Kléver Guevara, Ecuador country coordinator, and Heidi Dyck Hilty, May-Summer SST faculty, receiving a gift at the children’s park solar celebration.
In the 2024-25 school year, the funds supported two solar projects in locations where our Ecuador SST students have service placements and fieldtrips. Both projects created much-needed light sources for evening activities and for use during blackouts in the electric grid. These are frequent due to climate-induced drought and Ecuador’s reliance on hydroelectric power.

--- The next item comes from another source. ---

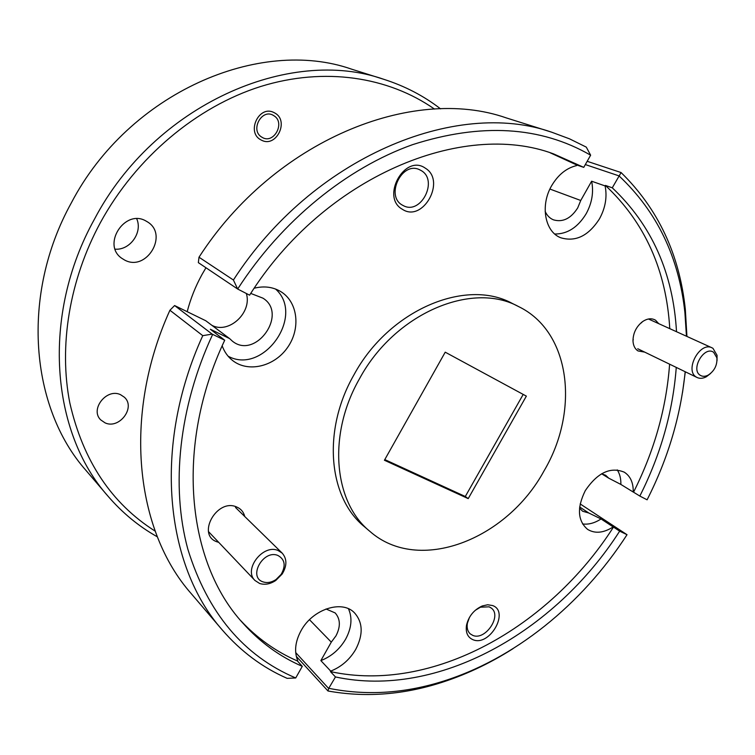 <?xml version="1.0" encoding="UTF-8"?>
<svg xmlns="http://www.w3.org/2000/svg" width="755" height="755" viewBox="0 0 755 755"><rect width="100%" height="100%" fill="white"/><g stroke="black" fill="none" stroke-linecap="round" stroke-linejoin="round"><path stroke-width="1.13" d="M273.754 115.647C262.07 107.654 249.565 130.464 261.919 137.212C273.584 144.96 285.909 122.537 273.754 115.647M277.906 555.472C263.316 549.168 247.668 577.16 263.108 581.897C267.279 583.228 271.592 582.435 276.047 579.519L281.19 574.338C286.003 565.646 284.909 559.361 277.906 555.472M259.607 583.464L254.954 580.463C243.138 569.544 263.099 543.713 278.066 550.499L282.191 553.122C287.117 558.879 287.108 565.854 282.153 574.036L275.745 580.482C270.205 584.125 264.816 585.116 259.607 583.464M713.635 352.283C704.179 345.356 690.164 369.771 700.376 375.358C702.688 376.717 705.34 376.613 708.313 375.046C714.485 370.875 717.344 365.137 716.901 357.851L713.635 352.283M710.663 373.423L706.359 376.745C702.99 378.529 699.923 378.793 697.148 377.528L696.44 377.141C684.256 370.62 699.734 341.279 711.965 347.791L712.984 348.348L717.052 355.303L717.033 360.645M383.823 79.322L351.698 69.196C259.371 36.731 128.926 92.733 71.404 202.746C20.102 295.309 30.445 408.049 86.117 470.563L107.993 496.177C51.038 432.322 40.874 315.647 94.422 219.243C154.511 104.671 289.505 46.017 383.823 79.322C404.859 86.051 423.772 95.894 440.552 108.852M434.484 109.079C388.532 76.925 324.725 66.638 260.692 86.495C196.8 106.634 136.013 157.361 100.387 222.649C69.196 280.322 58.692 346.422 69.828 402.962C83.059 460.795 111.513 503.528 155.19 531.161M157.361 536.833C138.873 526.462 122.414 512.909 107.993 496.177M402.377 209.286C422.819 223.084 446.507 180.681 425.282 168.157C404.793 153.463 380.454 197.291 402.377 209.286M402.273 205.067L403.774 205.86C421.13 214.75 438.362 180.52 421.413 170.696L419.195 169.545C401.669 161.344 385.286 195.894 402.273 205.067M473.045 639.74C489.636 646.846 509.88 611.484 492.571 605.548L487.683 604.764L482.218 605.982C473.97 609.785 468.751 616.155 466.533 625.093C465.448 632.482 467.619 637.362 473.045 639.74M469.497 617.326L467.402 623.149C466.618 627.811 467.581 631.397 470.28 633.898L472.828 635.408C485.21 640.891 502.169 615.948 491.392 608.134L489.155 606.822L480.491 607.19L475.244 610.323M244.743 516.495C243.572 511.918 240.845 508.738 236.56 506.935C216.827 498.055 196.206 535.172 217.11 541.854L218.695 542.345M658.709 323.64L655.557 320.224C651.584 317.912 647.167 318.44 642.297 321.809C636.238 326.764 633.134 333.087 632.983 340.788C633.219 345.516 634.889 348.895 638.013 350.933L644.685 352.113M240.675 620.572C257.2 638.249 276.094 651.707 297.376 660.946L297.649 660.455C294.091 651.499 295.205 641.608 301 630.784C312.504 609.143 342.053 599.555 354.435 612.786C362.928 622.356 363.363 634.559 355.737 649.375C349.669 659.662 341.326 666.91 330.718 671.11L320.856 660.606L331.294 642.127L335.966 635.87C340.713 626.622 340.448 618.977 335.173 612.937L326.028 608.974M320.856 660.606C331.37 656.491 339.627 649.357 345.62 639.192C351.594 628.066 352.547 617.92 348.461 608.766M579.661 506.973L588.806 513.013L601.046 518.949L613.173 526.933C603.547 533.039 595.025 533.86 587.607 529.387C577.594 520.723 576.829 507.785 585.314 490.58C597.516 472.639 610.512 466.514 624.319 472.196C630.453 476.197 633.426 482.813 633.228 492.034L633.539 492.194C654.33 450.829 666.354 408.162 669.609 364.184M579.538 508.106L582.605 511.22L588.806 513.013M582.539 523.942C588.523 524.753 594.695 523.092 601.046 518.949M549.914 189.052L580.746 200.481L591.627 181.219L605.114 185.928C607.294 196.951 605.425 207.899 599.498 218.799C588.57 235.843 575.669 242.166 560.795 237.768C544.959 231.955 539.976 205.53 551.612 185.768C558.134 174.735 566.476 168.006 576.641 165.581L576.933 165.062L550.197 152.803M545.157 211.372C546.988 215.496 549.763 218.318 553.472 219.847C562.815 222.527 570.893 218.544 577.717 207.899L580.746 200.481M554.746 234.012C567.383 234.116 577.858 227.349 586.182 213.722C592.024 202.953 593.836 192.119 591.627 181.219M518.6 306.587L512.267 303.425C465.731 277.793 388.844 310.012 353.887 374.961C321.951 430.633 328.444 497.743 364.486 526.773L369.875 531.36C418.61 574.395 506.69 539.844 544.044 470.865C579.783 410.597 570.695 331.7 518.6 306.587C471.95 280.888 394.695 313.391 359.484 378.774C327.321 434.814 333.738 502.264 369.875 531.36M105.087 422.875C119.29 429.567 135.966 407.407 124.396 397.243L120.555 394.695C106.71 387.806 89.637 409.474 100.736 419.903L105.087 422.875M260.56 139.694L261.834 140.364C276.302 147.687 289.307 121.159 275.122 113.165L273.301 112.231C258.739 105.464 246.413 132.125 260.56 139.694M136.721 218.78C142.865 232.361 130.068 250.396 115.156 249.169M145.932 220.988L147.546 221.932C168.875 234.777 146.376 272.111 124.613 260.041L121.753 258.276C101.519 244.677 124.934 208.55 145.932 220.988M205.955 267.742L201.906 274.697C195.403 286.56 190.505 298.886 187.202 311.664M198.999 257.219L233.408 280.011C312.561 157.153 456.048 98.48 551.716 132.21L569.534 138.845L586.286 147.121L590.627 155.19L583.757 167.365L553.585 153.897C462.626 119.781 324.263 176.585 249.603 295.167L237.674 289.033L198.348 262.646L198.999 257.219C274.263 140.355 412.419 84.994 506.227 117.884L551.716 132.21M587.182 161.306L621.091 172.555C658.105 208.814 679.509 254.416 685.323 309.361L686.937 336.437M685.313 371.8L682.539 392.421M512.966 648.696C488.872 664.051 463.749 675.725 437.617 683.728C400.537 695.034 363.995 697.45 327.991 690.995L296.3 656.35M590.627 155.19C540.476 126.236 481.143 122.716 412.645 144.63C346.734 168.035 281.624 220.771 237.674 289.033M685.172 371.724C680.746 415.826 668.062 458.511 647.101 499.81L639.834 496.063C660.767 454.482 672.913 411.598 676.263 367.411M686.455 336.22L684.917 312.768C679.019 257.295 657.058 211.664 619.024 175.887L585.342 164.571M676.508 331.709C673.177 273.036 651.763 225.075 612.277 187.816L621.091 172.555M295.705 652.584L328.661 688.484L335.465 676.952C437.843 698.951 555.284 631.869 619.657 531.152L627.018 534.7L580.17 503.925M329.02 688.352C365.533 695.657 402.717 693.552 440.58 682.029C514.089 659.766 582.001 604.491 627.018 534.71M297.376 660.946L302.283 666.335L295.724 677.962L287.136 678.349C262.485 667.543 240.883 651.442 222.319 630.019C165.298 565.882 152.208 446.214 202.765 335.664L169.913 310.258C122.093 415.665 135.541 530.859 191.345 593.76L222.319 630.019M220.215 336.834L210.352 329.246L229.624 338.599L205.766 320.743L174.603 305.548L212.136 334.106L224.716 340.231C174.462 446.356 186.9 562.617 243.016 623.262C260.107 642.288 279.86 656.642 302.283 666.335M224.716 340.231L220.196 336.683M335.465 676.952L330.445 671.601C432.464 693.769 549.48 627.254 613.485 527.084L619.657 531.152M639.834 496.063L633.539 492.194M669.77 328.651C666.306 270.252 644.855 222.517 605.397 185.419L612.277 187.816M211.872 325.32C228.831 334.408 252.387 312.504 246.338 293.487M212.646 334.399C178.746 407.304 170.772 486.324 187.806 549.074C207.512 612.796 243.478 655.755 295.724 677.962M583.757 167.365L576.933 165.062M222.178 345.818C224.367 351.887 227.868 356.804 232.682 360.569C248.395 372.913 274.376 366.477 287.447 347.649C300.792 329.02 298.102 302.472 281.2 291.864C273.225 286.947 264.222 285.73 254.209 288.212M330.718 671.11L330.445 671.601M605.397 185.419L605.114 185.928M526.358 396.13L445.224 352.179L384.418 460.248L468.213 498.621L526.358 396.13M633.228 492.034L620.855 484.427C621.025 478.708 619.817 473.857 617.241 469.884M620.855 484.427L608.766 478.189L605.67 475.273L601.556 473.8M608.766 478.189L601.678 473.819M331.294 642.127L309.493 619.713M228.123 356.209C263.268 375.433 305.492 315.543 275.566 289.042M229.624 338.599L232.493 341.241C255.737 359.993 288.419 313.684 262.929 298.159L250.745 293.412M233.408 280.011L237.655 289.014M328.661 688.484L327.991 690.995M212.136 334.106L202.765 335.664M169.913 310.258L174.603 305.548M384.795 459.597L465.297 496.497L523.196 394.421M465.297 496.497L468.213 498.621M208.559 531.671L254.954 580.463M235.513 507.473L282.191 553.122M281.19 574.338L282.153 574.036M276.047 579.519L275.745 580.482M648.47 318.997L711.965 347.791M637.73 348.744L697.148 377.528M716.901 357.851L717.052 355.303M708.313 375.046L706.359 376.745M633.266 339.486L632.983 340.788M641.439 322.847L642.297 321.809M467.402 623.149L466.533 625.093M480.491 607.19L482.218 605.982M684.917 312.768L685.323 309.361M440.58 682.029L437.617 683.728"/></g></svg>

One grant provided solar lighting for a new children’s park in Mindo, a small town located in the Ecuadorian cloud forest. GC students have volunteered in Mindo reforestation projects for the past six years. This was a meaningful gift for local residents because Mindo is a town that typically caters to the needs of tourists; its whole economy is geared toward serving bird watchers and nature lovers who travel here from all over the world. But the public park was a project of the parochial government designed for local children. In Mindo during blackouts, the children’s park shines on.
A second grant funded a small solar system for a community center built by residents of Basquitay, a remote Kichwa village and the birth place of Julian Guamán, one of our lecturers and our Kichwa language instructor. The single panel, inverter and battery system provides local people with the electricity needed to hold meetings in the evenings as well as to charge their phones. The alternative — if affordable — would have been a noisy generator belching exhaust.
The carbon onset funding also enables SST leaders of each travel group to find a national level expert to speak to our students about the impacts of climate change and solutions appropriate to the cultural context. This, too, supports communities by uplifting voices of social change.
The Global Engagement team is deeply grateful for the chance to honor our partners and strengthen our relationships through both hospitality and support for community-level projects. We look forward to additional climate projects in other locations, and reciprocal visits when they can occur.